| Supplied material |
=== Section Start ===

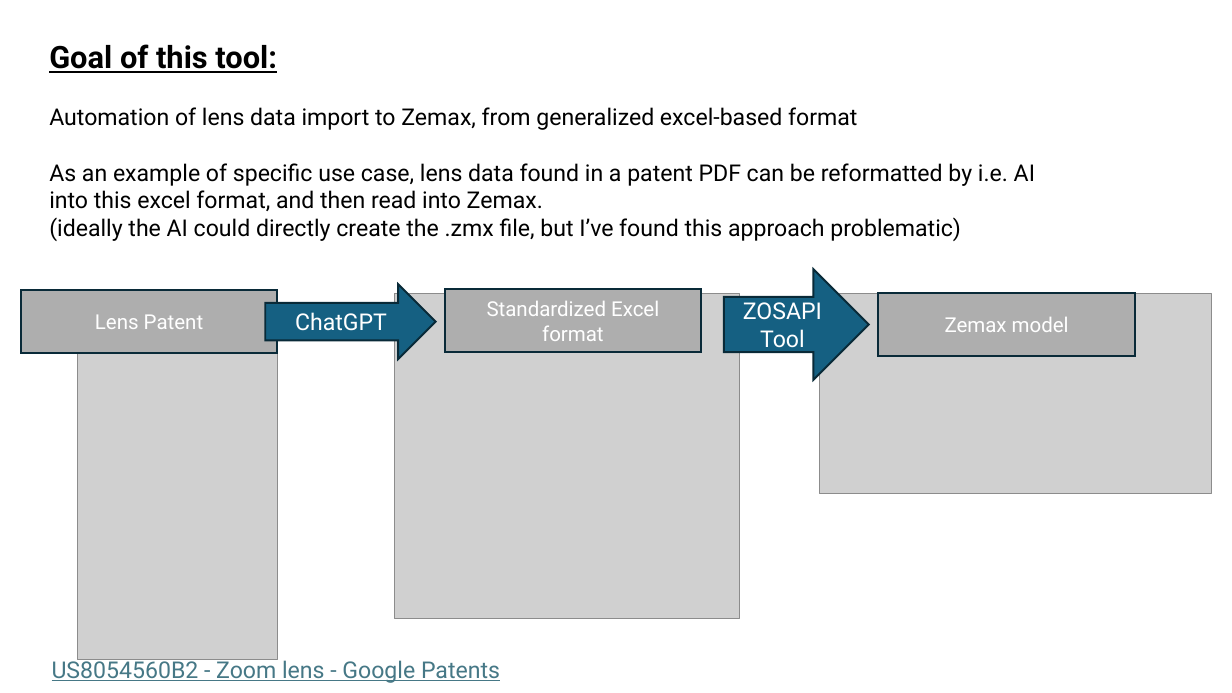
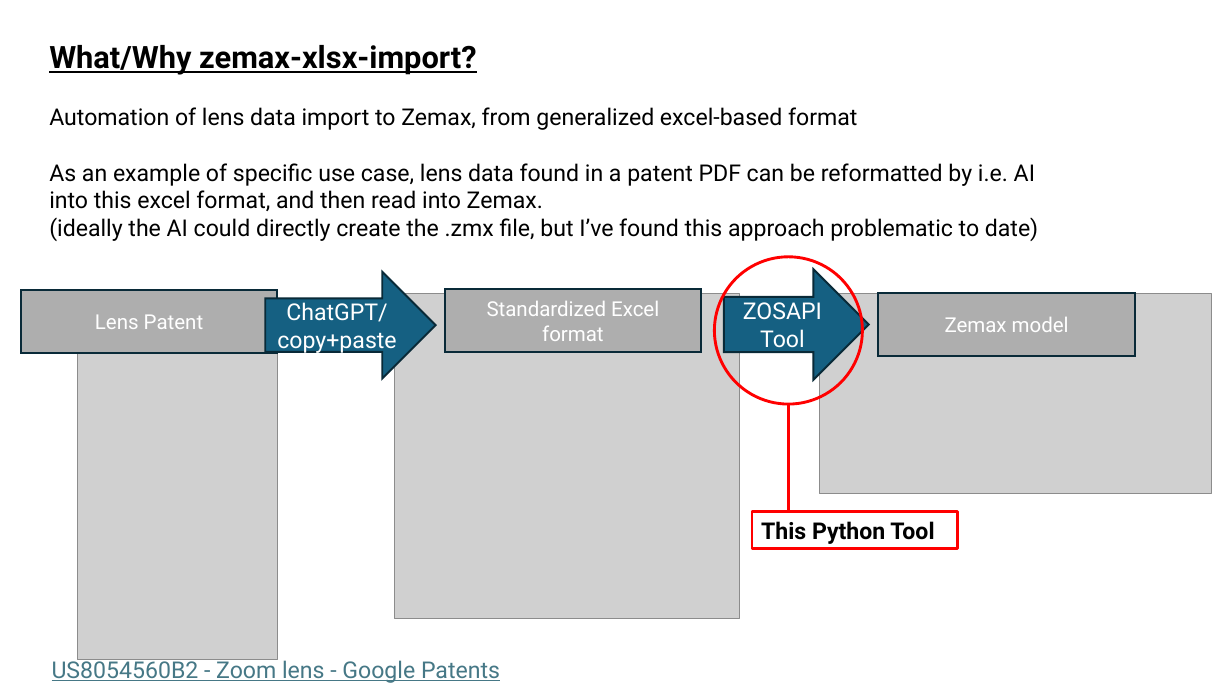
Before and after one commit to ZachDerocher/zemax-xlsx-import, a slide deck: slide 2 of Excel-Format-Guide.pptx. Drawn at 1232x693 pixels with LibreOffice and Linux fonts; fonts in the diff are those of the drawing; grey boxes stand for pictures. Boxes give left, top, right and bottom in pixels: in the first picture for what was removed or moved away, otherwise in the second. Text is boxed around its words. In the diff, an @@ line names an element or a change of style, - is before the commit and + after.

```diff
--- a/Excel-Format-Guide.pptx
+++ b/Excel-Format-Guide.pptx
@@ text at [49, 45, 476, 75]: text changed @@
-Goal of this tool:
+What/Why zemax-xlsx-import?
@@ text at [49, 217, 1038, 241]: text changed @@
-(ideally the AI could directly create the .zmx file, but I’ve found this approach problematic)
+(ideally the AI could directly create the .zmx file, but I’ve found this approach problematic to date)
@@ ellipse added at [714, 257, 862, 404], outline #FF0000 2.25 pt @@
@@ right arrow "ChatGPT/ copy+paste": place and size @@
-right arrow "ChatGPT/ copy+paste" at [265, 285, 435, 360]
+right arrow "ChatGPT/ copy+paste" at [265, 272, 435, 379]
@@ text in right arrow at [277, 302, 396, 353]: text changed @@
-ChatGPT
+ChatGPT/
+copy+paste
@@ line added from (788, 404) to (788, 514), #FF0000 2.25 pt @@
@@ rectangle added at [752, 512, 958, 549], outline #FF0000 2.25 pt, 18 pt, text #000000, bold @@
+This Python Tool
```
Also in this commit, not shown: 1 other file.

=== Section End ===

| What you are asked to do |
Without the pictures, write out the listing exactly as it appears above.

| Expected output |
Before and after one commit to ZachDerocher/zemax-xlsx-import, a slide deck: slide 2 of Excel-Format-Guide.pptx. Drawn at 1232x693 pixels with LibreOffice and Linux fonts; fonts in the diff are those of the drawing; grey boxes stand for pictures. Boxes give left, top, right and bottom in pixels: in the first picture for what was removed or moved away, otherwise in the second. Text is boxed around its words. In the diff, an @@ line names an element or a change of style, - is before the commit and + after.

```diff
--- a/Excel-Format-Guide.pptx
+++ b/Excel-Format-Guide.pptx
@@ text at [49, 45, 476, 75]: text changed @@
-Goal of this tool:
+What/Why zemax-xlsx-import?
@@ text at [49, 217, 1038, 241]: text changed @@
-(ideally the AI could directly create the .zmx file, but I’ve found this approach problematic)
+(ideally the AI could directly create the .zmx file, but I’ve found this approach problematic to date)
@@ ellipse added at [714, 257, 862, 404], outline #FF0000 2.25 pt @@
@@ right arrow "ChatGPT/ copy+paste": place and size @@
-right arrow "ChatGPT/ copy+paste" at [265, 285, 435, 360]
+right arrow "ChatGPT/ copy+paste" at [265, 272, 435, 379]
@@ text in right arrow at [277, 302, 396, 353]: text changed @@
-ChatGPT
+ChatGPT/
+copy+paste
@@ line added from (788, 404) to (788, 514), #FF0000 2.25 pt @@
@@ rectangle added at [752, 512, 958, 549], outline #FF0000 2.25 pt, 18 pt, text #000000, bold @@
+This Python Tool
```
Also in this commit, not shown: 1 other file.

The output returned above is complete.